Dataset excerpts →
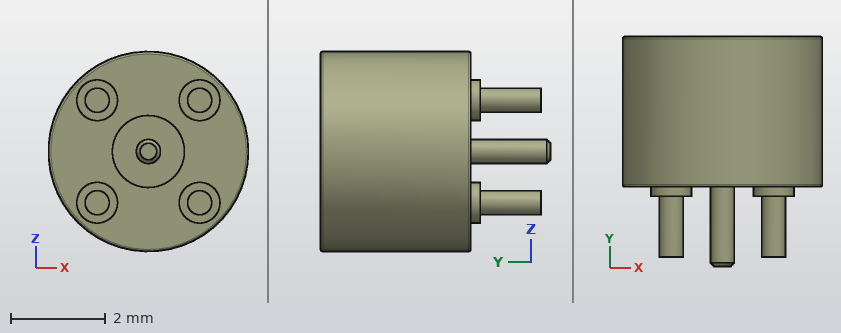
import cadquery as cq

body_diameter = 4.22
overall_length = 4.85
center_pin_length = 1.68
body_length = overall_length - center_pin_length
body_edge_radius = 0.05

insulator_diameter = 1.52
insulator_recess = 0.025

pin_root = body_length / 2
pin_diameter = 0.51
center_pin_chamfer = 0.08
outer_pin_length = 1.48
outer_pin_offset = 1.08
collar_diameter = 0.86
collar_height = 0.2


def cylinder(diameter, y_start, y_end, x=0, z=0):
    """Cylinder parallel to Y between two Y positions, with y_start > y_end."""
    plane = cq.Workplane("XZ", origin=(x, y_start, z))
    return plane.circle(diameter / 2).extrude(y_start - y_end)


def make_body():
    body = cylinder(body_diameter, body_length, 0)
    body = body.faces("<Y or >Y").fillet(body_edge_radius)
    return body.cut(cylinder(insulator_diameter, insulator_recess, 0))


def make_center_pin():
    pin = cylinder(pin_diameter, pin_root, -center_pin_length)
    return pin.faces("<Y").chamfer(center_pin_chamfer)


def make_outer_pin(x, z):
    pin = cylinder(pin_diameter, pin_root, -outer_pin_length, x, z)
    collar = cylinder(collar_diameter, pin_root, -collar_height, x, z)
    return pin.union(collar)


result = make_body().union(make_center_pin())
for x_side in (-1, 1):
    for z_side in (-1, 1):
        outer_pin = make_outer_pin(x_side * outer_pin_offset, z_side * outer_pin_offset)
        result = result.union(outer_pin)

Exercise goal → Drop every image, please, and write out the data above exactly as shown.

Result of this task →
import cadquery as cq

body_diameter = 4.22
overall_length = 4.85
center_pin_length = 1.68
body_length = overall_length - center_pin_length
body_edge_radius = 0.05

insulator_diameter = 1.52
insulator_recess = 0.025

pin_root = body_length / 2
pin_diameter = 0.51
center_pin_chamfer = 0.08
outer_pin_length = 1.48
outer_pin_offset = 1.08
collar_diameter = 0.86
collar_height = 0.2


def cylinder(diameter, y_start, y_end, x=0, z=0):
    """Cylinder parallel to Y between two Y positions, with y_start > y_end."""
    plane = cq.Workplane("XZ", origin=(x, y_start, z))
    return plane.circle(diameter / 2).extrude(y_start - y_end)


def make_body():
    body = cylinder(body_diameter, body_length, 0)
    body = body.faces("<Y or >Y").fillet(body_edge_radius)
    return body.cut(cylinder(insulator_diameter, insulator_recess, 0))


def make_center_pin():
    pin = cylinder(pin_diameter, pin_root, -center_pin_length)
    return pin.faces("<Y").chamfer(center_pin_chamfer)


def make_outer_pin(x, z):
    pin = cylinder(pin_diameter, pin_root, -outer_pin_length, x, z)
    collar = cylinder(collar_diameter, pin_root, -collar_height, x, z)
    return pin.union(collar)


result = make_body().union(make_center_pin())
for x_side in (-1, 1):
    for z_side in (-1, 1):
        outer_pin = make_outer_pin(x_side * outer_pin_offset, z_side * outer_pin_offset)
        result = result.union(outer_pin)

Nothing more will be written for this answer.